## Task
Your answer should be every line of the records that contains the word "added".

- Opening Delimiter -

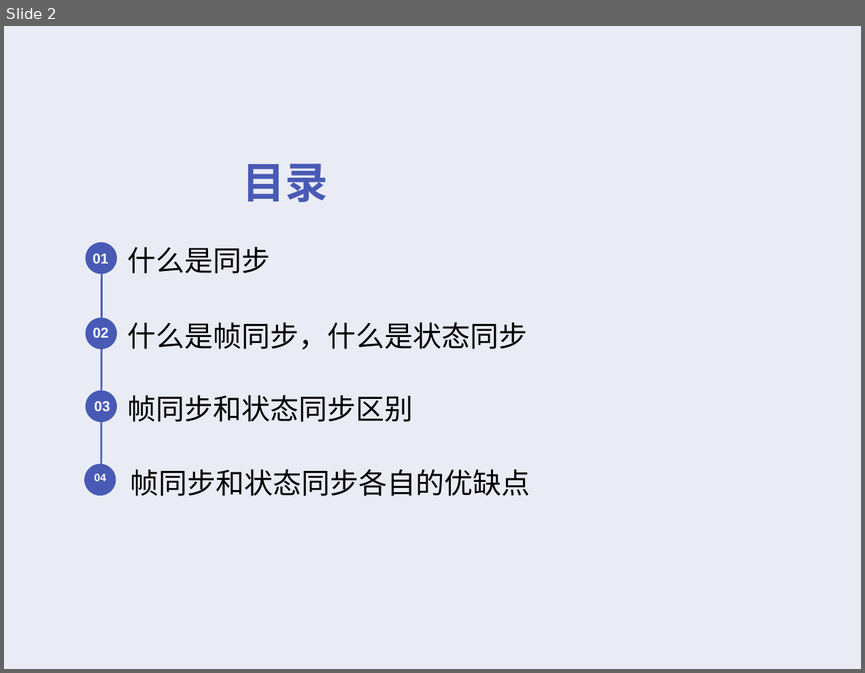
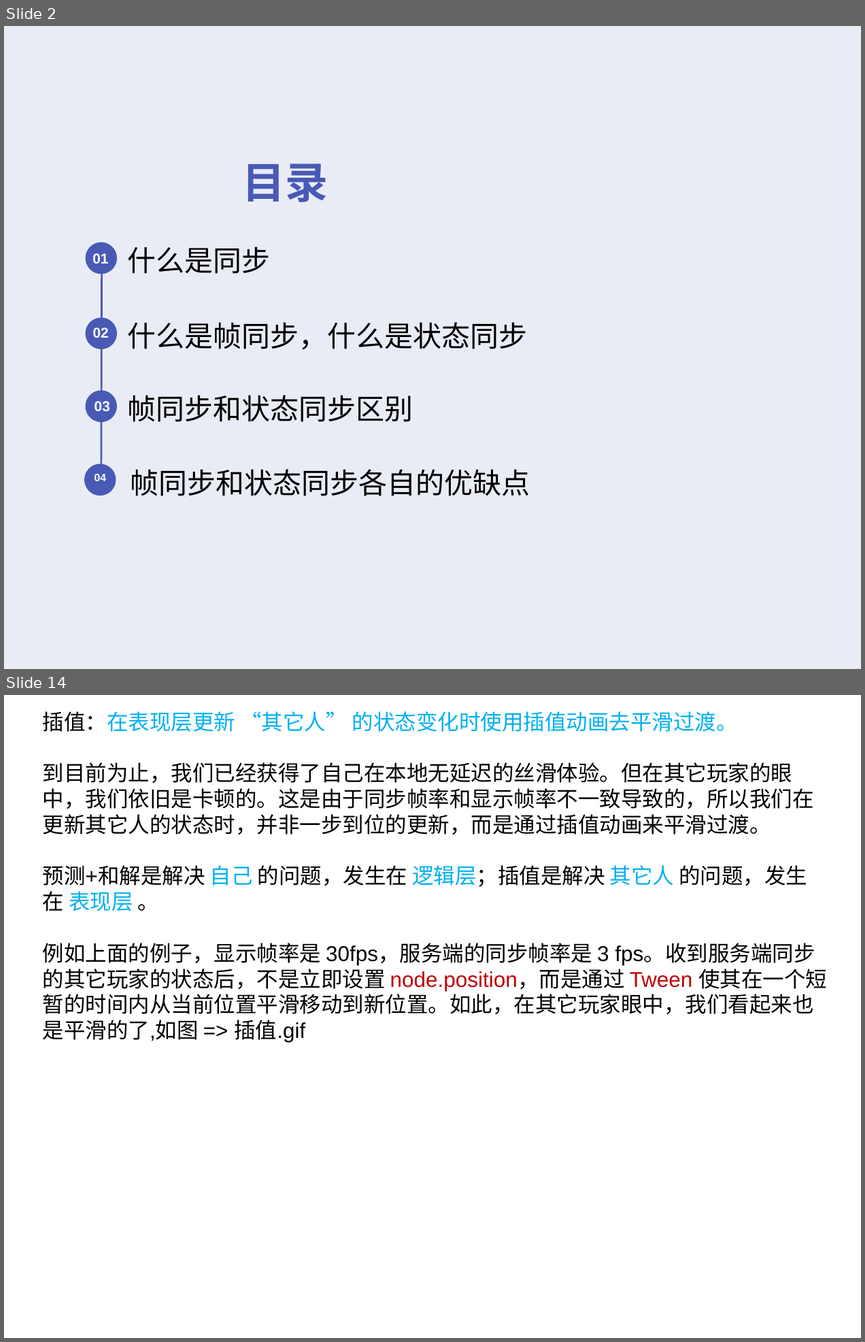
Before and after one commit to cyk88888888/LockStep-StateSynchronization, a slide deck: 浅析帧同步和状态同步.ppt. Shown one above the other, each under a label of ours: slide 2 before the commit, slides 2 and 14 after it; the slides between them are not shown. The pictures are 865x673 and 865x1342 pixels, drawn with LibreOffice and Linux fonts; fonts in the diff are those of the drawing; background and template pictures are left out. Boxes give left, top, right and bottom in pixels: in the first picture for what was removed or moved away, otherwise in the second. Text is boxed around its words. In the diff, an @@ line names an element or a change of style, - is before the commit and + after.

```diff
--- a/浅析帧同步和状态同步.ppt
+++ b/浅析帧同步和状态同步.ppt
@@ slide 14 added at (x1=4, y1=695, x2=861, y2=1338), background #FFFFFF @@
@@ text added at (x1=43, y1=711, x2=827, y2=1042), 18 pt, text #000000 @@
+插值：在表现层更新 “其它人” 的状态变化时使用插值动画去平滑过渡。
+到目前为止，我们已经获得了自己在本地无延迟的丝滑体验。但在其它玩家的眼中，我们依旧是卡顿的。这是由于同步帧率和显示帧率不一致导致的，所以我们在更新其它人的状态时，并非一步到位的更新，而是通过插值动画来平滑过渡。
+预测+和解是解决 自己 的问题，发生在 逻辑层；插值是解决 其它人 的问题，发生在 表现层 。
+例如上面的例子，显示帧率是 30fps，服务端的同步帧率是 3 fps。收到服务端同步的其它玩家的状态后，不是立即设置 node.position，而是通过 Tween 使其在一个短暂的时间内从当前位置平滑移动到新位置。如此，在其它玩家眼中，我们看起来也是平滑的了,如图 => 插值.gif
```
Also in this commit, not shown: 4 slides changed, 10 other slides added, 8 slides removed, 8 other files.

- Closing Delimiter -

## Finished exercise
@@ slide 14 added at (x1=4, y1=695, x2=861, y2=1338), background #FFFFFF @@
@@ text added at (x1=43, y1=711, x2=827, y2=1042), 18 pt, text #000000 @@
Also in this commit, not shown: 4 slides changed, 10 other slides added, 8 slides removed, 8 other files.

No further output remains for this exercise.